Challenges to Leveraging Data Science
Palfi remarked that the biggest hurdle standing in front of wider Data Science adoption is a lack in understanding of what Data Science is and how it can impact the bottom line. He quoted a recent article, Data Science and the Art of Persuasion by Scott Berinato, in the Harvard Business Review:
“Data teams know they’re sitting on valuable insights, but can’t sell them. They say decision makers misunderstand or oversimplify their analysis and expect them to do magic, to provide the right answers to all their questions. Executives, meanwhile, complain about how much money they invest in Data Science operations that don’t provide the guidance they hoped for.”
This mirrors Palfi’s experience. All too often executives don’t fully grasp either the potential or the limitations of Data Science, which leads to misguided expectations and conflicts, he said. On the other hand, a data scientist can get lost in the details, develop models just for the love of it, and forget to think about the business aspects of their work. This fuels Palfi’s belief that people who can bridge the gap between technical and business talent are and will continue to be in great demand.
The Shortage of Data Scientists
In August 2018, LinkedIn’s Workforce Report concluded that data analysts and scientists will be the most sought after professionals for the next five years. Data Science skills shortages are present in almost every large U.S. city: “As more industries rely on Big Data to make decisions, Data Science has become increasingly important across all industries, not just tech and finance.” In the October 2018 Workforce Report, LinkedIn reported that the trend was continuing and that employer demand for data scientists is “off the charts nationally,” with shortages increasing locally in growth areas such as Nashville, Charlotte, and Las Vegas.
Companies struggling to find solutions to this shortage can take a multi-faceted approach. Palfi recommends focusing on developing in-house talent as a way to increase the talent pool. “With the rise of great quality online courses, it’s now easier than ever to invest in employees,” he said. The only issue is that there are so many resources available, making it quite challenging to get started. Looking up “Introduction to Python” results in a list of hundreds of courses and tutorials, he said.
To counter this problem, companies should invest in developing in-house career tracks through which employees can progress from one role to another.

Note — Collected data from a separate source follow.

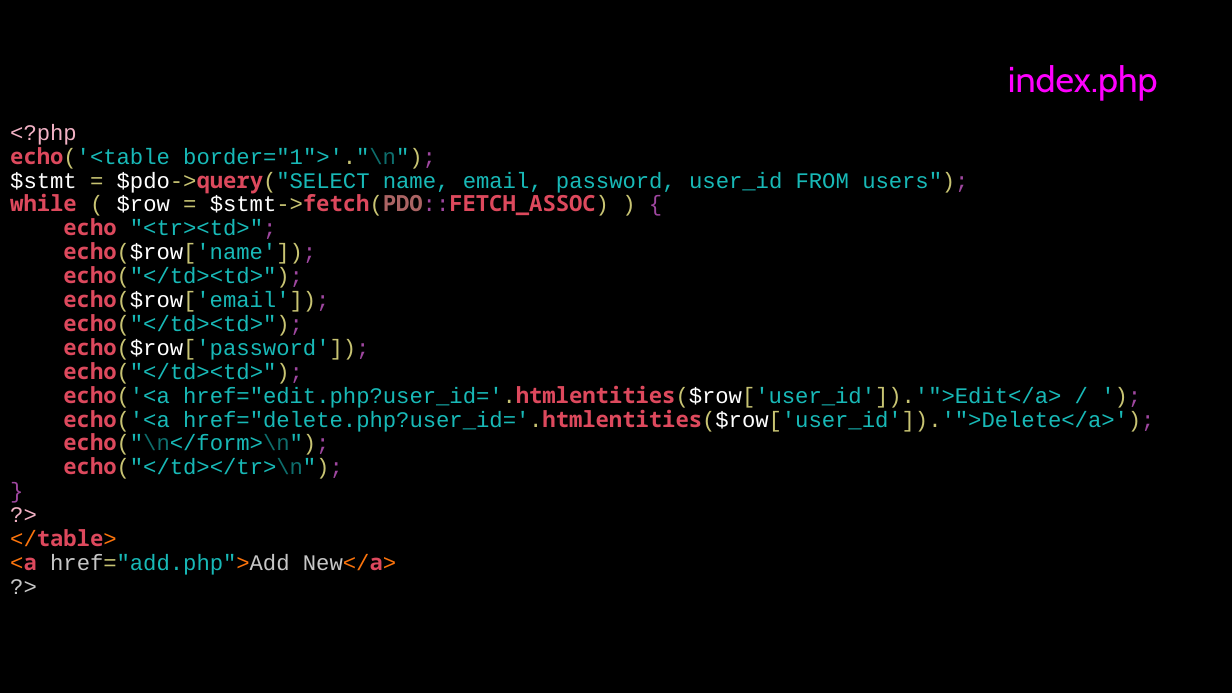
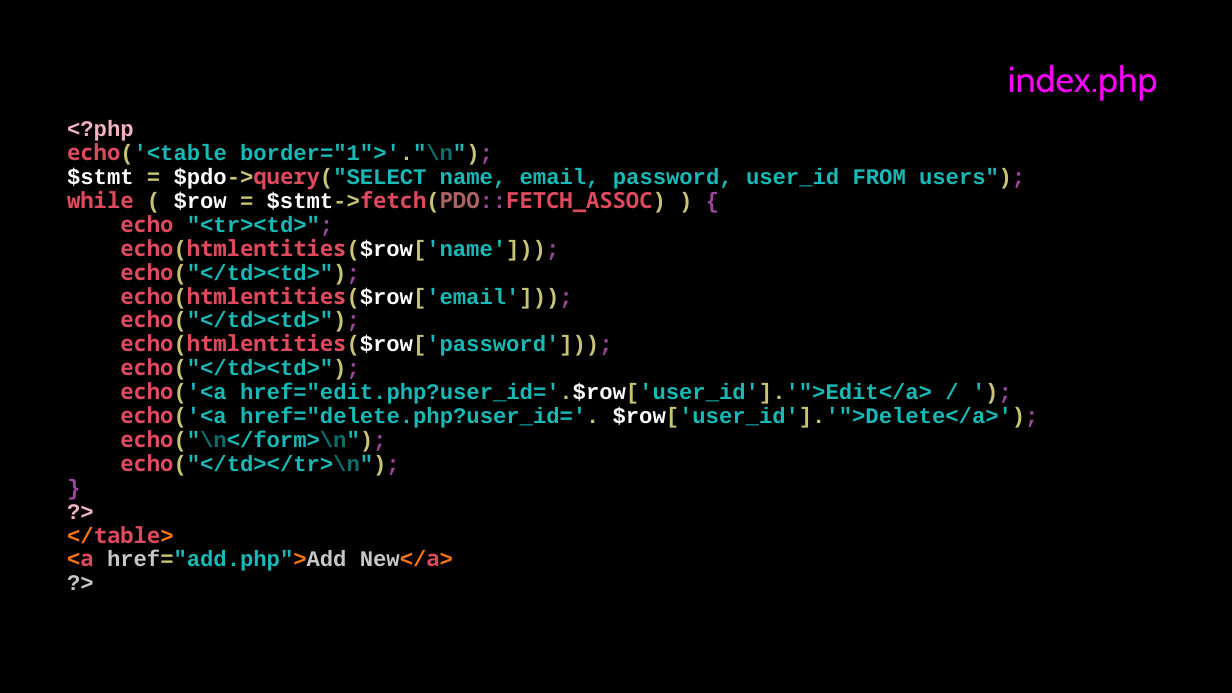
Before and after one commit to csev/wa4e, a slide deck: slide 7 of lectures/PHP-09-CRUD.ppt. Drawn at 1232x693 pixels with LibreOffice and Linux fonts; fonts in the diff are those of the drawing. Boxes give left, top, right and bottom in pixels: in the first picture for what was removed or moved away, otherwise in the second. Text is boxed around its words. In the diff, an @@ line names an element or a change of style, - is before the commit and + after.

```diff
--- a/lectures/PHP-09-CRUD.ppt
+++ b/lectures/PHP-09-CRUD.ppt
@@ text "<?php": place and size @@
-text "<?php" at (10, 124, 1154, 575)
+text "<?php" at (67, 120, 1039, 571)
@@ text at (67, 120, 1025, 571): bold on in "<?php", "echo('<table border="1">'."\n");", "$stmt = $pdo->query("SELECT name, email, password, user_id ...", "( $row = $stmt->fetch(PDO::FETCH_ASSOC) ) {" and 11 more places @@
@@ text at (120, 235, 559, 261): text changed; text colour #18B9B7 to #DD495D; bold on @@
-echo($row['name']);
+echo(htmlentities($row['name']));
@@ text at (120, 283, 572, 309): text changed; text colour #18B9B7 to #DD495D; bold on @@
-echo($row['email']);
+echo(htmlentities($row['email']));
@@ text at (120, 331, 612, 356): text changed; text colour #18B9B7 to #DD495D; bold on @@
-echo($row['password']);
+echo(htmlentities($row['password']));
@@ text at (120, 379, 1039, 428): text changed; bold on @@
-echo('<a href="edit.php?user_id='.htmlentities($row['user_id']).'">Edit</a> / ');
-echo('<a href="delete.php?user_id='.htmlentities($row['user_id']).'">Delete</a>');
+echo('<a href="edit.php?user_id='.$row['user_id'].'">Edit</a> / ');
+echo('<a href="delete.php?user_id='. $row['user_id'].'">Delete</a>');
```
Also in this commit, not shown: 5 other slides changed, 1 other file.

For example, companies can build an in-house track for data analysts who want to learn and develop Data Science skills, or a track through which database administrators can progress into data engineering roles. “It makes a lot of sense. These are people who, with the right support and motivation, can easily pick up additional skills and knowledge.” It’s also a great way to keep employees motivated, loyal, and happy, he said.
Data Science Workflow Automation
As markets struggle to supply the necessary talent, Palfi noted, a few companies are working on a new paradigm: automated Data Science. The idea is that many or all aspects of Data Science and analytics can be automated, lessening the need for hands-on attention. Algorithm selection, for example, no longer requires that an employee understand the difference between logistic regression and random forest – a machine can simply figure out which type of algorithm fits the data best.
In most cases, the Data Science workflow can be broken down into three parts: data processing, model building, and deployment. There are existing tools that can automate parts of the workflow, but currently, there is no single tool that automates the entirety of the workflow, he said. DataRobot has fully automated the model building and deployment part of the workflow, with a one-click data-in model-out platform. Other companies, such as Alteryx, have succeeded in streamlining data pre-processing, which Palfi said is the most tedious and time-consuming part of the Data Science workflow. A true fully-automated data platform, however, would be able to handle every step of the Data Science process. “You could connect to a database, select a type of model for it to build and then let it do its magic. I would say we are still far away from this happening, though.”
Data Scientists and Automation
In the meantime, he suggests that data scientists need not be afraid of becoming obsolete anytime soon. “Just be prepared for your job to be transformed from one that’s primarily focused on pushing data around and optimizing models to one that is more high level.”
Palfi cited Randy Olson, the developer of the automated machine learning library called TPOT, from an article entitled Automated Machine Learning vs. Automated Data Science by Matthew Mayo. Olson believes that:
“Such automation tools should not be seen as replacements to data scientists, but as Data Science assistants. Such tools eliminate repetitive tasks such as running experiments on vast combinations of model hyperparameters and selected features and instead allow the humans in the process to be able to focus on more important and guiding issues.”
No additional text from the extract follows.